Bias-Variance Tradeoff

Table of Contents

Bias

Wikipedia definition

Defined as:

\begin{equation*}
  \text{Bias}(\hat{\theta}) = \mathbb{E} \big[ \hat{\theta}} - \theta \big]
\end{equation*}
1

where the expectation is taken over $p(x | \theta)$, i.e. averaging over all possible observations.

Here we have assumed that the real model follows the same model as we want to use as an estimator, and then we're looking at how the exected value of our estimated parameter for this assumed model differs from the real parameter for the assumed model.

ESL definition

From The Elements of Statistical Learning, we have the following definition:

\begin{equation*}
\begin{split}
  Err(x_0) &= \mathbb{E}_{\tau} \Big[ \big(Y - \hat{f}(x) \big)^2 \Big] \\
         &= \Big( \mathbb{E} \big[ \hat{f}(x) \big] - f(x) \Big)^2 + \mathbb{E} \Big[ \big( f(x) - \mathbb{E}[\hat{f}(x)] \big)^2 \Big] + \sigma_e^2 \\
         &= \text{Bias}^2 + \text{Variance} + \text{Irreducible Error}
\end{split}
\end{equation*}
2

where $x$ is a single observation, therefore we interpret $\mathbb{E}[\hat{f}(x)]$ as creating the same model over and over, and then taking the expectation of the predictions of all these models, basically like we do in bagging (Bootstrap Aggregation).

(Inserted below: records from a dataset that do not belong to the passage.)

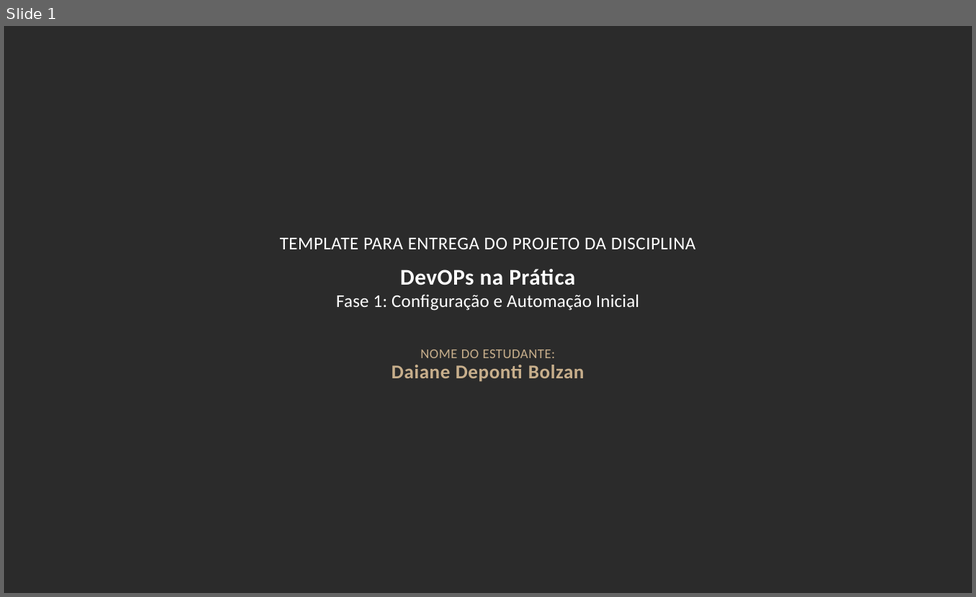
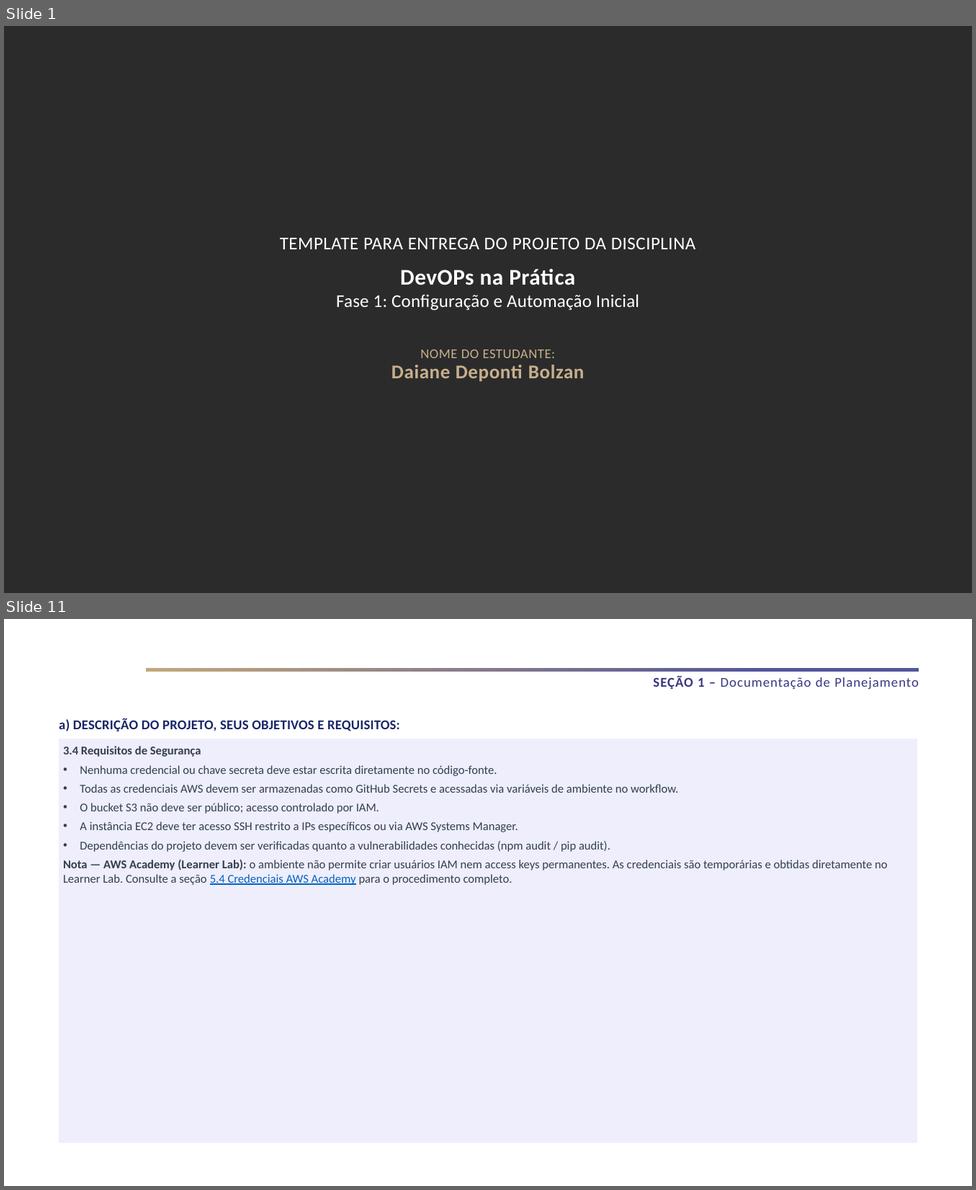
Before and after one commit to Daaaiii/Devops, a slide deck: Daiane Bolzan - Fase 1 - DevOps na Prática.pptx. Shown one above the other, each under a label of ours: slide 1 before the commit, slides 1 and 11 after it; the slides between them are not shown. The pictures are 976x597 and 976x1190 pixels, drawn with LibreOffice and Linux fonts; fonts in the diff are those of the drawing; background and template pictures are left out; a plain dark background stands for a picture behind light text. Boxes give left, top, right and bottom in pixels: in the first picture for what was removed or moved away, otherwise in the second. Text is boxed around its words. In the diff, an @@ line names an element or a change of style, - is before the commit and + after.

Commit message:
atualizando documentação da Fase 1 para incluir a conclusão da proteção da branch `main`

```diff
--- a/Daiane Bolzan - Fase 1 - DevOps na Prática.pptx
+++ b/Daiane Bolzan - Fase 1 - DevOps na Prática.pptx
@@ slide 11 added at (x1=4, y1=619, x2=972, y2=1186), background #FFFFFF @@
@@ rectangle added at (x1=145, y1=668, x2=918, y2=672), fill gradient #C3A77A to #53559B @@
@@ text added at (x1=653, y1=676, x2=918, y2=689), 18 pt, text #393683 @@
+SEÇÃO 1 – Documentação de Planejamento
@@ text added at (x1=59, y1=718, x2=400, y2=731), 18 pt, text #19266B, bold @@
+a) DESCRIÇÃO DO PROJETO, SEUS OBJETIVOS E REQUISITOS:
@@ text added at (x1=59, y1=739, x2=917, y2=1142), fill #EEEEFC, 16 pt, text #333F50 @@
+3.4 Requisitos de Segurança
+• Nenhuma credencial ou chave secreta deve estar escrita diretamente no código-fonte.
+• Todas as credenciais AWS devem ser armazenadas como GitHub Secrets e acessadas via variáveis de ambiente no workflow.
+• O bucket S3 não deve ser público; acesso controlado por IAM.
+• A instância EC2 deve ter acesso SSH restrito a IPs específicos ou via AWS Systems Manager.
+• Dependências do projeto devem ser verificadas quanto a vulnerabilidades conhecidas (npm audit / pip audit).
+Nota — AWS Academy (Learner Lab): o ambiente não permite criar usuários IAM nem access keys permanentes. As credenciais são temporárias e obtidas diretamente no Learner Lab. Consulte a seção 5.4 Credenciais AWS Academy para o procedimento completo.
```
Also in this commit, not shown: 13 other slides added, 5 slides removed, 1 other file.

Notice how this differs from the Wikipedia definition where we assume that the estimator follows the same model as the real model, but simply using (potentially) different parameters.

Variance

Bias-Variance tradeoff

From what I understand, this all makes sense when using models where we can analytically determine the bias and variance of our estimator, but how about more complex models which do not have a clear way of performing a bias-variance decomposition?

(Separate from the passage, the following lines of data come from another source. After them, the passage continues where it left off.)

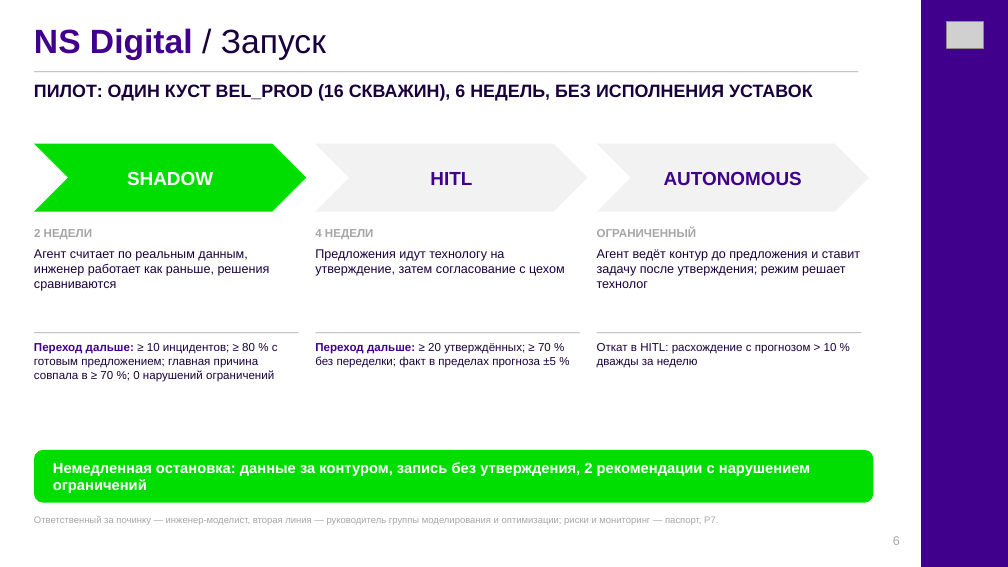
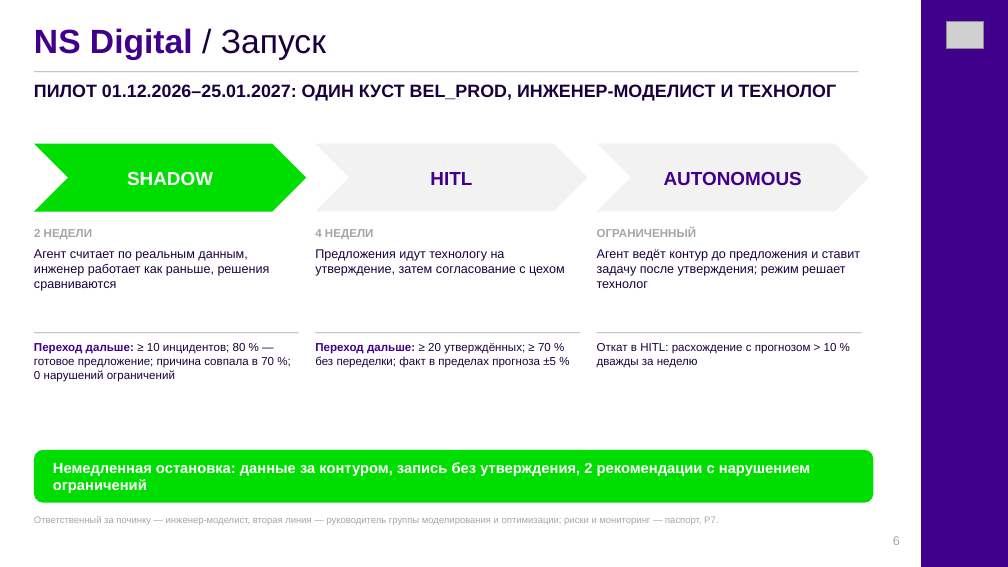
Before and after one commit to Sanchosporoh/duotech_agent, a slide deck: slide 6 of course/deck/agent_deck.pptx. Drawn at 1008x567 pixels with LibreOffice and Linux fonts; fonts in the diff are those of the drawing; grey boxes stand for pictures. Boxes give left, top, right and bottom in pixels: in the first picture for what was removed or moved away, otherwise in the second. Text is boxed around its words. In the diff, an @@ line names an element or a change of style, - is before the commit and + after.

```diff
--- a/course/deck/agent_deck.pptx
+++ b/course/deck/agent_deck.pptx
@@ text at (34,84,836,101): text changed @@
-ПИЛОТ: ОДИН КУСТ BEL_PROD (16 СКВАЖИН), 6 НЕДЕЛЬ, БЕЗ ИСПОЛНЕНИЯ УСТАВОК
+ПИЛОТ 01.12.2026–25.01.2027: ОДИН КУСТ BEL_PROD, ИНЖЕНЕР-МОДЕЛИСТ И ТЕХНОЛОГ
@@ text at (34,343,274,382): text changed @@
-Переход дальше: ≥ 10 инцидентов; ≥ 80 % с готовым предложением; главная причина совпала в ≥ 70 %; 0 нарушений ограничений
+Переход дальше: ≥ 10 инцидентов; 80 % — готовое предложение; причина совпала в 70 %; 0 нарушений ограничений
```
Also in this commit, not shown: 1 other slide changed, 6 other files.

From what I can tell, people then use the following not-so-rigorous "definitions":

  • Bias relates to underfitting, which can be observed when the training-loss does not decrease further with more training, with the error still being quite large. This might be due to one of the following:
    • Our model is not be "complex" enough to handle the target function → increase complexity
    • We're stuck in a local minima → might be worth changing optimizer (something with momentum, e.g. Adam)
  • Variance relates to overfitting, which can be observed when the difference between the loss on the train and test data is quite large, i.e. don't generalize well. This usually means we need to make use of some regularization methods.